The problem
Across the listing below, count the lines with "Lack" in them. Write nothing but the number.
================================
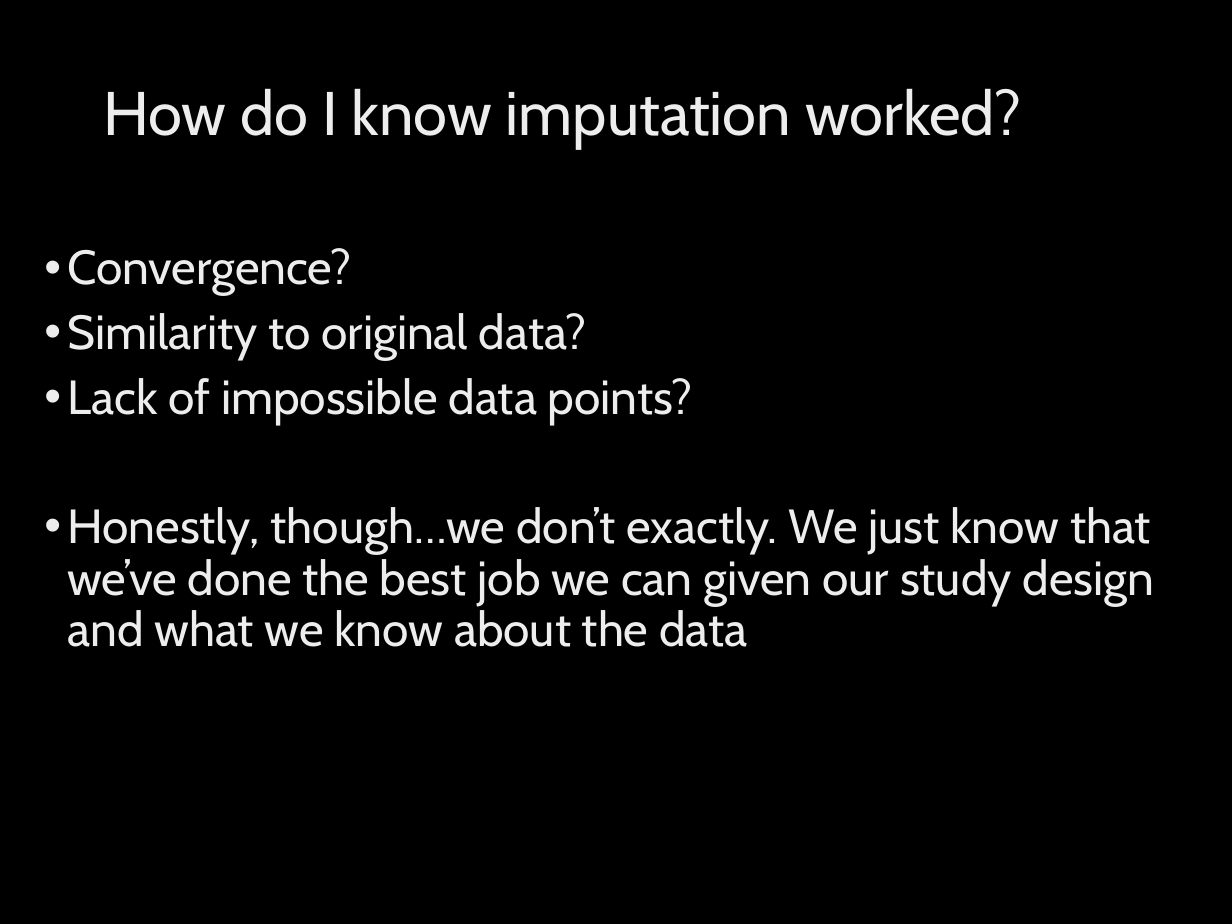
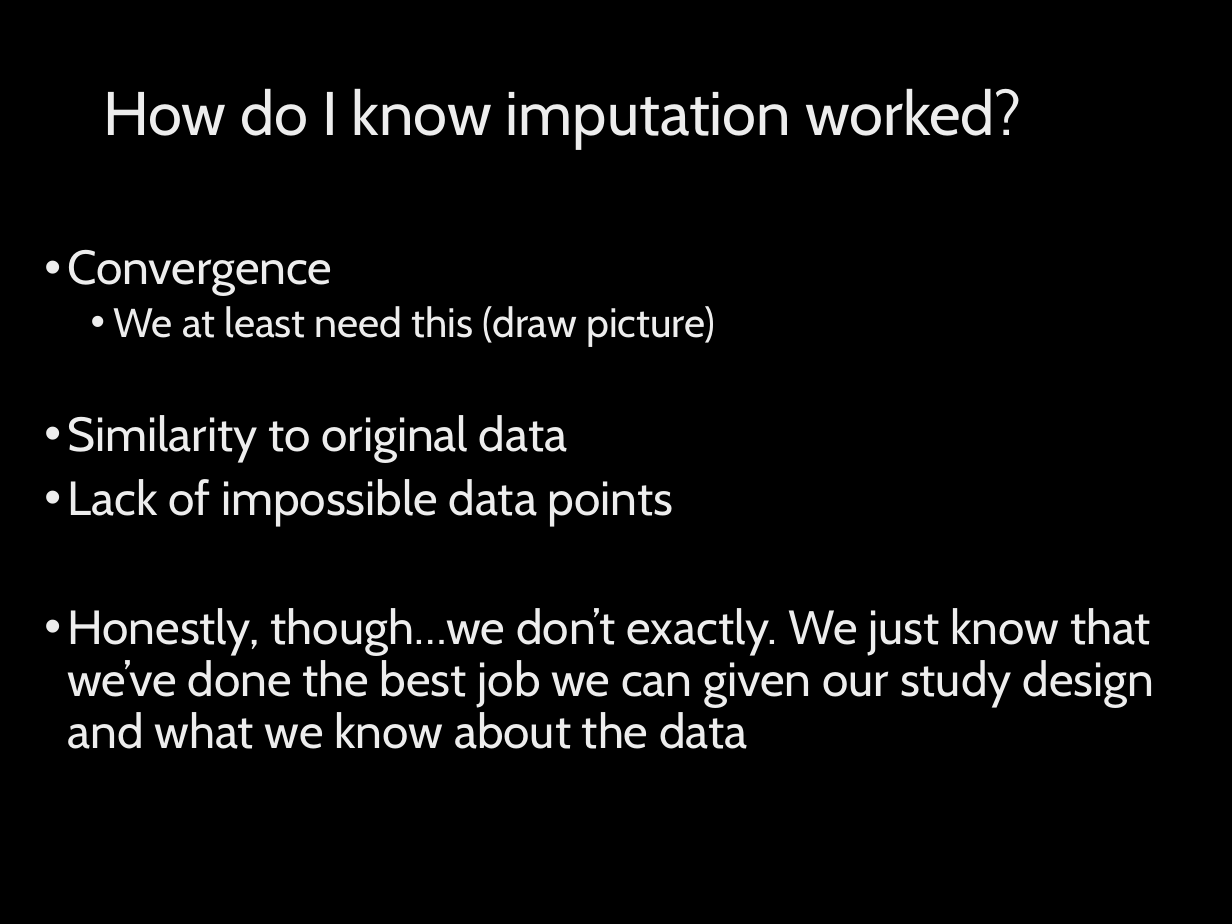
Before and after one commit to mhalvo/missingdata, a slide deck: slide 67 of MissingDataWorkshop2018.pptx (slide 57 before the commit). Drawn at 1232x924 pixels with LibreOffice and Linux fonts; fonts in the diff are those of the drawing; background and template pictures are left out. Boxes give left, top, right and bottom in pixels: in the first picture for what was removed or moved away, otherwise in the second. Text is boxed around its words. In the diff, an @@ line names an element or a change of style, - is before the commit and + after.

```diff
--- a/MissingDataWorkshop2018.pptx
+++ b/MissingDataWorkshop2018.pptx
@@ text at box(67, 249, 715, 526): text changed @@
-• Convergence?
-• Similarity to original data?
-• Lack of impossible data points?
+• Convergence
+  • We at least need this (draw picture)
+• Similarity to original data
+• Lack of impossible data points
```
Also in this commit, not shown: 5 other slides changed, 10 slides added, 3 other files.
================================
Solution below
2